First code snippet in different script and completes the run.
Second and third code snippets are part of script that runs after I have a trained and saved a model.
Since both scripts are run one after other, the first model is not in memory at all during second script run

soumyabarikeri · July 29, 2021, 1:22pm

This is the custom class:

class BERTMLM(nn.Module):
    def __init__(self, language_model, topics, input_channels=64, params=default_bert_params,
                 save_pretrained_model=False, threshold=None,
                 lr_method: str = 'linear'):
        super(BERTMLM, self).__init__()
        if os.path.exists(DIR + '/../' + language_model):
            # use manually downloaded (with model.save_pretrained())
            lang_model = DIR + '/../' + language_model
        else:
            lang_model = language_model
        if language_model == 'bert-base-multilingual-cased':
            self.bert_model = BertModel.from_pretrained(lang_model)
            self.output_vec_size = 768
        elif language_model == 'bert-base-cased':
            self.bert_model = BertModel.from_pretrained(lang_model)
            self.output_vec_size = 768
        elif language_model == 'bert-base-german-cased':
            self.bert_model = BertModel.from_pretrained(lang_model)
            self.output_vec_size = 768
        elif language_model == 'xlm-roberta-base':
            self.bert_model = XLMRobertaModel.from_pretrained(lang_model)
            self.bert_config = XLMRobertaConfig.from_pretrained(lang_model)
        elif language_model == 'xlm-roberta-large':
            self.bert_model = XLMRobertaModel.from_pretrained(lang_model)
            self.bert_config = XLMRobertaConfig.from_pretrained(lang_model)
            self.output_vec_size = 1024
        else:
            raise NotImplementedError()
        if not os.path.exists(DIR + '/../' + language_model) and save_pretrained_model:
            self.bert_model.save_pretrained(DIR + '/../' + language_model)

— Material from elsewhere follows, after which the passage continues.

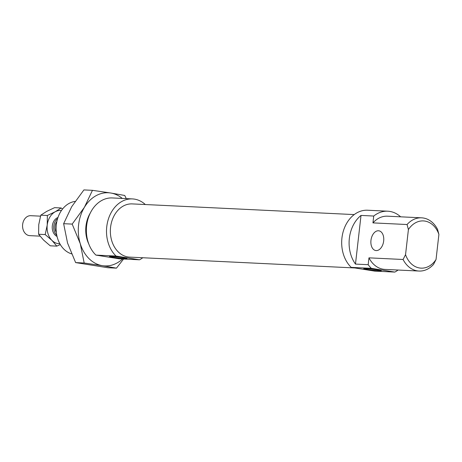 <?xml version="1.0" encoding="UTF-8"?>
<svg xmlns="http://www.w3.org/2000/svg" width="462" height="462" viewBox="0 0 462 462"><rect width="100%" height="100%" fill="white"/><g stroke="black" fill="none" stroke-linecap="round" stroke-linejoin="round"><path stroke-width="0.69" d="M56.786 235.302A9.991 7.698 -87.2 0 1 54.245 231.069A9.991 7.698 -87.2 0 1 57.588 218.624M40.027 236.14L29.787 235.643A9.991 7.698 -87.2 0 1 23.1 229.574A9.991 7.698 -87.2 0 1 30.746 215.69L40.489 216.158M55.908 231.635A8.322 6.416 -87.2 0 1 55.44 230.423A8.322 6.416 -87.2 0 1 56.861 221.448M56.133 229.678L55.89 231.808L56.272 231.826M55.89 231.808L56.312 232.224M56.335 232.421A8.322 6.416 -87.2 0 1 56.098 232.016M95.911 255.093L116.037 256.063L139.524 259.8L119.398 258.83L95.911 255.093A31.635 24.382 -87.2 0 1 87.924 219.19A31.635 24.382 -87.2 0 1 112.295 197.944L132.427 198.914A31.635 24.382 -87.2 0 1 134.482 199.128A31.635 24.382 -87.2 0 1 145.322 204.533M116.037 256.063A31.635 24.382 -87.2 0 1 108.056 220.16A31.635 24.382 -87.2 0 1 132.427 198.914M354.839 267.954L129.626 257.115A26.64 20.536 -87.2 0 1 127.893 256.936A26.64 20.536 -87.2 0 1 110.464 228.395A26.64 20.536 -87.2 0 1 132.184 203.904L354.221 214.587M351.212 267.377L371.338 268.347L394.825 272.083L374.699 271.113L351.212 267.377A31.635 24.382 -87.2 0 1 343.231 231.474A31.635 24.382 -87.2 0 1 367.602 210.227L387.728 211.198A31.635 24.382 -87.2 0 1 389.784 211.411A31.635 24.382 -87.2 0 1 400.623 216.817M371.338 268.347A31.635 24.382 -87.2 0 1 368.185 264.697L355.474 264.091A31.635 24.382 -87.2 0 1 361.018 215.425L373.735 216.037A31.635 24.382 -87.2 0 1 387.728 211.198M376.189 250.583A9.991 6.341 -81 0 0 383.627 241.326A9.991 6.341 -81 0 0 378.886 230.809A9.991 6.341 -81 0 0 378.447 230.763A9.991 6.341 -81 0 0 371.003 240.021A9.991 6.341 -81 0 0 375.745 250.537A9.991 6.341 -81 0 0 376.189 250.583M373.735 216.037L372.95 222.886A26.64 20.536 -87.2 0 1 387.485 216.187L421.598 217.827A26.64 20.536 92.8 0 0 407.062 224.526L408.408 229.562A23.643 18.226 -87.2 0 1 424.896 221.073A23.643 18.226 -87.2 0 1 438.9 234.413L437.554 229.377A26.64 20.536 92.8 0 0 423.331 218.006A26.64 20.536 92.8 0 0 421.598 217.827M372.95 222.886L407.062 224.526M436.041 259.494A23.643 18.226 -87.2 0 1 419.554 267.983A23.643 18.226 -87.2 0 1 405.549 254.643L403.078 259.488A26.64 20.536 92.8 0 0 417.307 270.865A26.64 20.536 92.8 0 0 419.04 271.044A26.64 20.536 92.8 0 0 433.575 264.339L436.041 259.494L438.9 234.413M403.078 259.488L368.971 257.848L368.185 264.697M419.04 271.044L384.927 269.404A26.64 20.536 -87.2 0 1 383.194 269.225A26.64 20.536 -87.2 0 1 368.971 257.848M365.754 268.63A8.824 0.474 6.5 0 1 375.277 269.565A8.824 0.474 6.5 0 1 381.248 270.674A8.824 0.474 6.5 0 1 379.221 270.772A8.824 0.474 6.5 0 1 369.259 269.779A8.824 0.474 6.5 0 1 363.738 268.682A8.824 0.474 6.5 0 1 365.754 268.63M111.509 256.398A8.824 0.474 6.5 0 1 121.032 257.334A8.824 0.474 6.5 0 1 127.004 258.443A8.824 0.474 6.5 0 1 124.983 258.541A8.824 0.474 6.5 0 1 115.015 257.548A8.824 0.474 6.5 0 1 109.494 256.45A8.824 0.474 6.5 0 1 111.509 256.398M71.541 253.846A26.64 20.536 -87.2 0 1 56.197 226.236A26.64 20.536 -87.2 0 1 75.092 201.415M408.408 229.562L405.549 254.643M355.474 264.091L361.018 215.425M398.065 270.033A31.635 24.382 -87.2 0 1 394.825 272.083M142.758 257.75A31.635 24.382 -87.2 0 1 139.524 259.8M84.402 207.317A36.631 28.234 92.8 0 0 78.586 224.89A36.631 28.234 92.8 0 0 80.261 243.653L72.182 224.099L84.402 207.317L92.458 190.327L110.678 193A36.631 28.234 92.8 0 0 84.402 207.317M92.458 190.327L83.911 189.917L71.691 206.705L63.635 223.689L67.55 243.041L75.629 262.595L107.906 267.735L116.453 268.145L102.397 265.679A36.631 28.234 92.8 0 0 122.54 258.98M122.274 198.423A36.631 28.234 92.8 0 0 110.678 193L124.734 195.466L126.282 198.62M123.597 259.032L116.453 268.145M102.397 265.679L84.182 263.011L80.261 243.653A36.631 28.234 92.8 0 0 102.397 265.679M88.802 244.005A26.969 20.79 -87.2 0 1 90.292 213.034M75.629 262.595L84.182 263.011M63.635 223.689L72.182 224.099M61.44 210.522A16.649 12.832 92.8 0 0 55.203 211.781L61.157 207.975L54.574 207.657L46.731 211.371L40.783 215.177L38.75 224.665L38.606 234.246L43.468 239.98L50.225 245.807L56.809 246.125L51.946 240.39A16.649 12.832 92.8 0 0 58.045 243.613A16.649 12.832 92.8 0 0 59.841 243.734M57.04 236.446A9.991 7.698 -87.2 0 1 52.235 226.727A9.991 7.698 -87.2 0 1 57.952 217.51M61.157 207.975L62.52 209.049M60.32 244.571L56.809 246.125M51.946 240.39L45.189 234.563L47.222 225.075A16.649 12.832 92.8 0 0 51.946 240.39M47.222 225.075L47.361 215.488L55.203 211.781A16.649 12.832 92.8 0 0 47.222 225.075M40.783 215.177L47.361 215.488M38.606 234.246L45.189 234.563"/></g></svg>

        self.threshold = threshold

        self.lr = params['lr']
        self.max_epochs_without_loss_reduction = params['max_epochs_without_loss_reduction']
        self.epochs = params['epochs']
        self.params = params
        self.lr_method = lr_method
        self.batch_size = params['batch_size']
        self.vocab_size = self.bert_config.vocab_size

        # Final Layer - LM head to predict Masked token
        self.fc_layer = nn.Linear(self.bert_config.hidden_size, self.bert_config.hidden_size)
        self.relu = nn.ReLU()
        self.layer_norm = nn.LayerNorm(self.bert_config.hidden_size, eps=1e-8)
        self.decoder = nn.Linear(self.bert_config.hidden_size, self.bert_config.vocab_size)

    def forward(self, b_input_ids, b_input_mask):
        out = self.bert_model(b_input_ids, attention_mask=b_input_mask, return_dict=False)[0]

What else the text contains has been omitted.